Not to be overly technical, but we can say one of the major benefits of leasing has been removed.

Does it still make sense to lease forklifts and related equipment?

The answer is that it does - under the correct circumstances. If one’s motivation is to do simple financial engineering, I would say no. However, if the reason that you are considering leasing in the future or actively leasing now is to maximise the efficiency of your materials handling equipment strategy, and if you generally use your equipment such that your hours will be high enough to result in increased maintenance costs within three to five years, then the answer is a definite "yes".

The minute a forklift is started, its value decreases. Every hour on the meter results in a lower fair market value. MHE are depreciating assets. Depreciating assets, especially those used in business, make perfect candidates for leasing. That is why cars, jets, computers and similar equipment are often leased.

Let’s assume that you expect to use your forklift for 2,000 hours per year. If it is electric, that might argue for at least a five-year term. But the economy is uncertain and demand can waver. At the end of a lease, we often find that our lessees have underutilised their assets. We will suggest that this client renews (at a discount) the specific units with lower hours for a long enough term to reach the planned total, resulting in significant savings.
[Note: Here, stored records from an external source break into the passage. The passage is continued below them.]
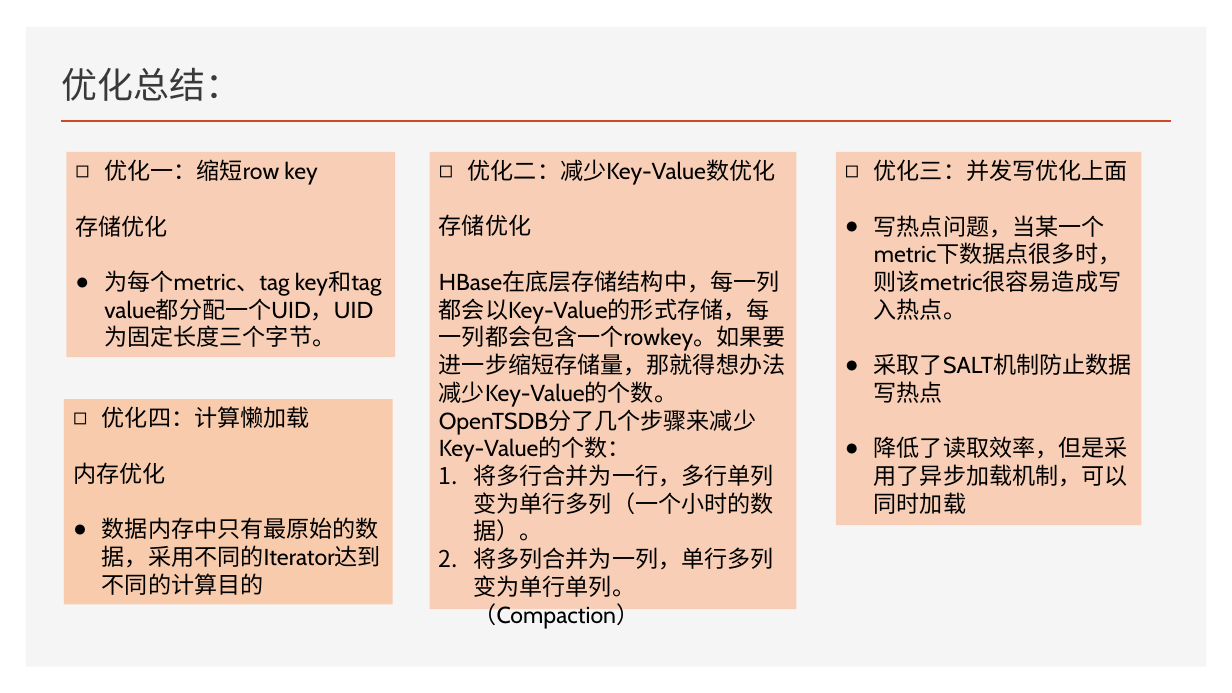
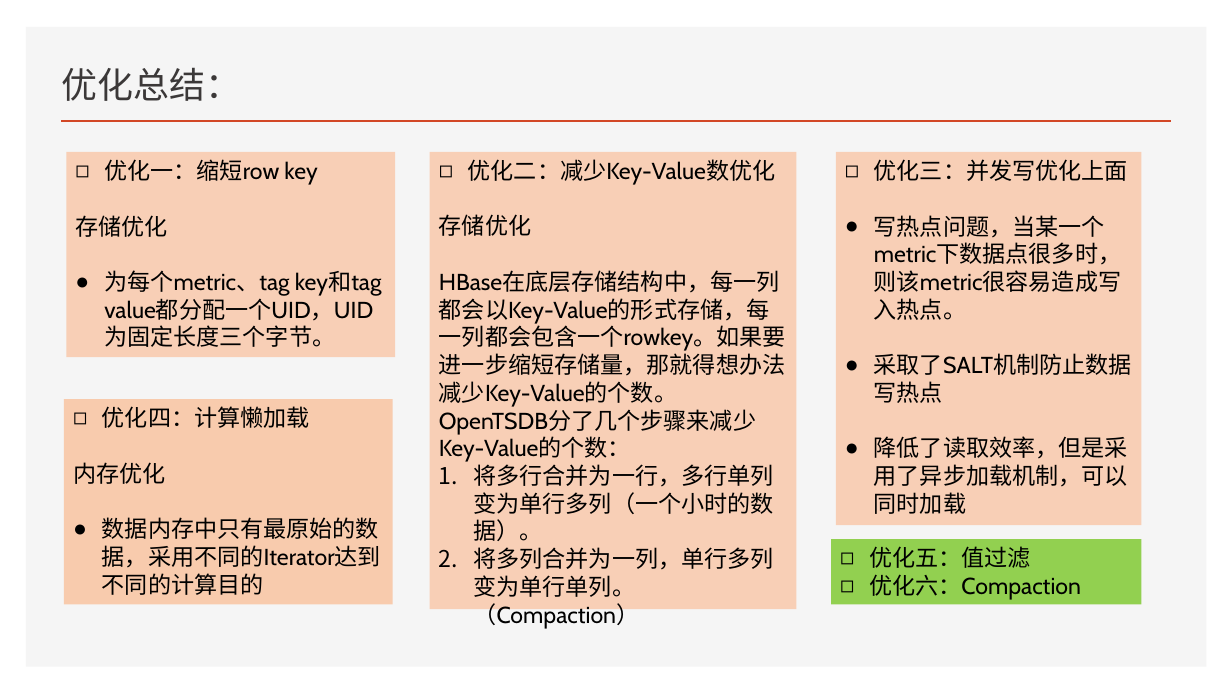
Before and after one commit to Zhangwusheng/Zhangwusheng.github.io, a slide deck: slide 24 of _posts/OpenTsdb基本原理副本.pptx (slide 23 before the commit). Drawn at 1232x693 pixels with LibreOffice and Linux fonts; fonts in the diff are those of the drawing. Boxes give left, top, right and bottom in pixels: in the first picture for what was removed or moved away, otherwise in the second. Text is boxed around its words. In the diff, an @@ line names an element or a change of style, - is before the commit and + after.

```diff
--- a/_posts/OpenTsdb基本原理副本.pptx
+++ b/_posts/OpenTsdb基本原理副本.pptx
@@ rectangle added at [831,539,1141,604], fill #92D050, 18 pt, text #000000 @@
+◻ 优化五：值过滤
+◻ 优化六：Compaction
```
Also in this commit, not shown: 1 slide added, 1 other file.

In contrast, a vendor lessor will usually tell you that you need new equipment because your leases have expired. This is their job, so don’t hold it against the messenger. However, the fact is that the vendor lessors work for the manufacturers and their job is to make it easier to sell more units. They do not represent you.

A lease will give you the flexibility to manage to your demand and the right lessor will be there to do what is in your best interest. The independent lessor works for you and not a bank or a manufacturer.

A good lessor knows that service, accuracy and flexibility are major differentiating factors between leasing companies. If you lease, look for a lessor who will work for you, will do things right, who can operate in the same countries and currencies that you do and who owns and controls its own assets. Check references. Talk to other users. Look for the experts.

In the future, I will write more about how to select a good lessor.